Stored data
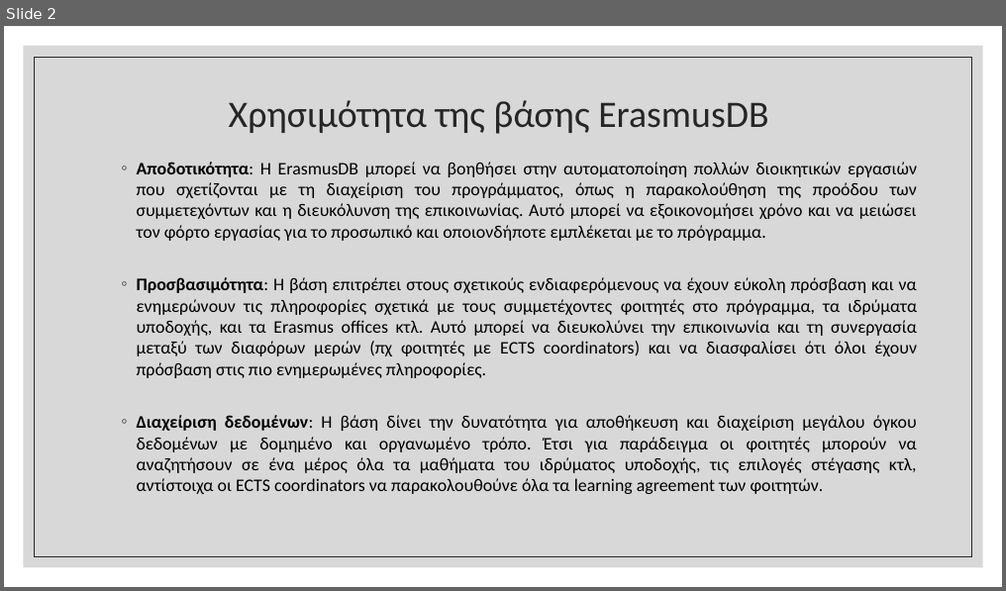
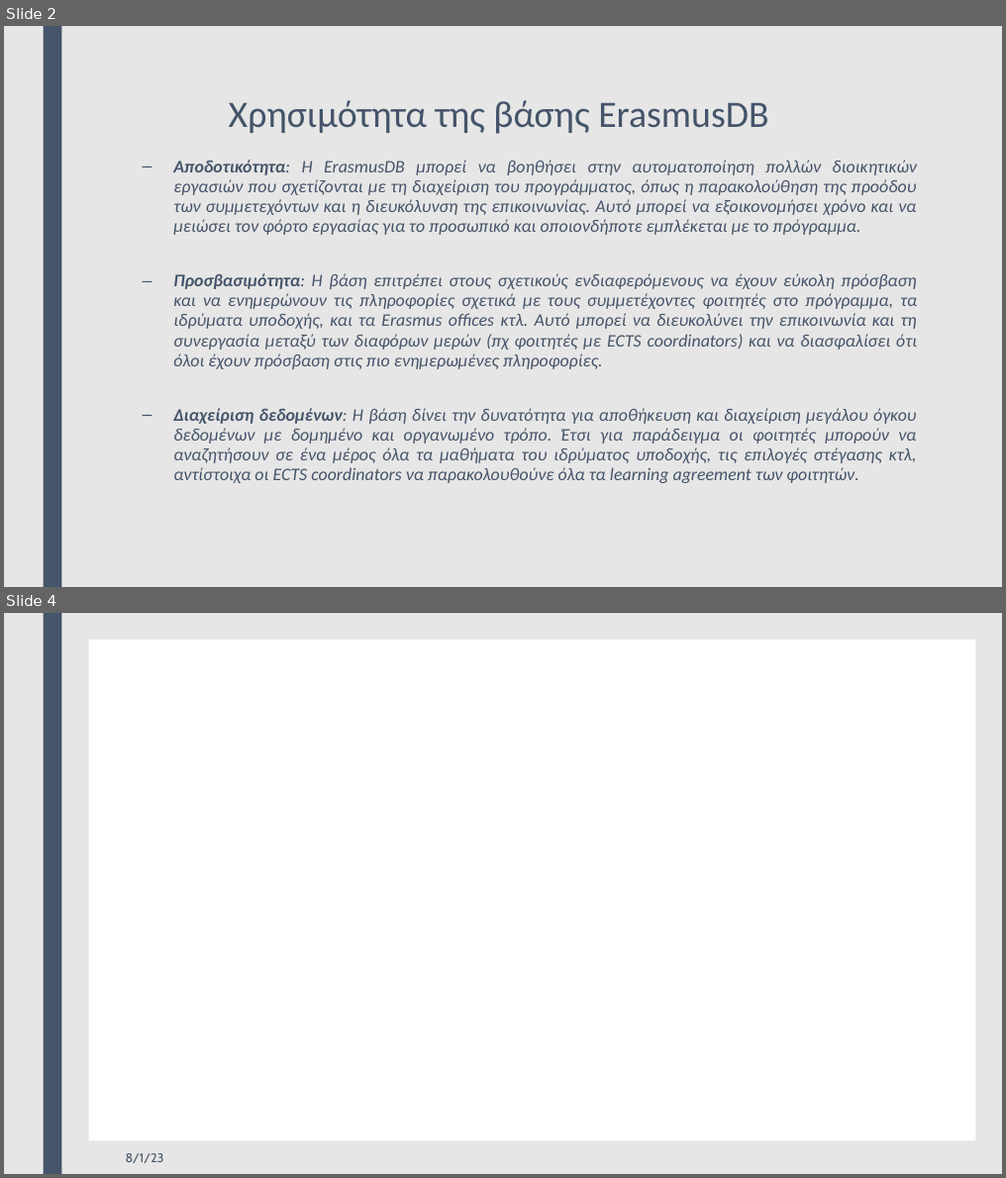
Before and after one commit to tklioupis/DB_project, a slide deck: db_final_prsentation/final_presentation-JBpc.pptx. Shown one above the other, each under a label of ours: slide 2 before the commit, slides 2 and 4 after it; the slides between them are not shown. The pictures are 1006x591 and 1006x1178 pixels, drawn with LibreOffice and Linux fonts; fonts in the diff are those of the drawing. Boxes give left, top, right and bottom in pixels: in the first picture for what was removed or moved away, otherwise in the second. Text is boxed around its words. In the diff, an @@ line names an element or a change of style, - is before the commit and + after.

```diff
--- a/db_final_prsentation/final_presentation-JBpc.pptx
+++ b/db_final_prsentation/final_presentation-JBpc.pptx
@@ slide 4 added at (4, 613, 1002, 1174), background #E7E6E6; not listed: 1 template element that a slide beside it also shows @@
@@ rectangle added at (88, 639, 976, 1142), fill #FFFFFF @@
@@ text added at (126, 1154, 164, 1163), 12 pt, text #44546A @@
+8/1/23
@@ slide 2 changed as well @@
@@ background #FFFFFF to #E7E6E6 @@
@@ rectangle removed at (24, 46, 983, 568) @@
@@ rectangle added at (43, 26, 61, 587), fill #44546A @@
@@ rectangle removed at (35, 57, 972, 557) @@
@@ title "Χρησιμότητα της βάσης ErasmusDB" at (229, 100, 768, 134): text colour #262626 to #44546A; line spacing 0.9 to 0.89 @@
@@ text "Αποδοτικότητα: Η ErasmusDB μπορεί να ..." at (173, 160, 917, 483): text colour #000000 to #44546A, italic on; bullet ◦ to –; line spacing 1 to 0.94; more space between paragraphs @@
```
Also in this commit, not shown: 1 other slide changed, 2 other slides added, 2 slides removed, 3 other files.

Goal of the exercise:
Look through the records and copy every line that has the word "other".

Problem solution:
Before and after one commit to tklioupis/DB_project, a slide deck: db_final_prsentation/final_presentation-JBpc.pptx. Shown one above the other, each under a label of ours: slide 2 before the commit, slides 2 and 4 after it; the slides between them are not shown. The pictures are 1006x591 and 1006x1178 pixels, drawn with LibreOffice and Linux fonts; fonts in the diff are those of the drawing. Boxes give left, top, right and bottom in pixels: in the first picture for what was removed or moved away, otherwise in the second. Text is boxed around its words. In the diff, an @@ line names an element or a change of style, - is before the commit and + after.
Also in this commit, not shown: 1 other slide changed, 2 other slides added, 2 slides removed, 3 other files.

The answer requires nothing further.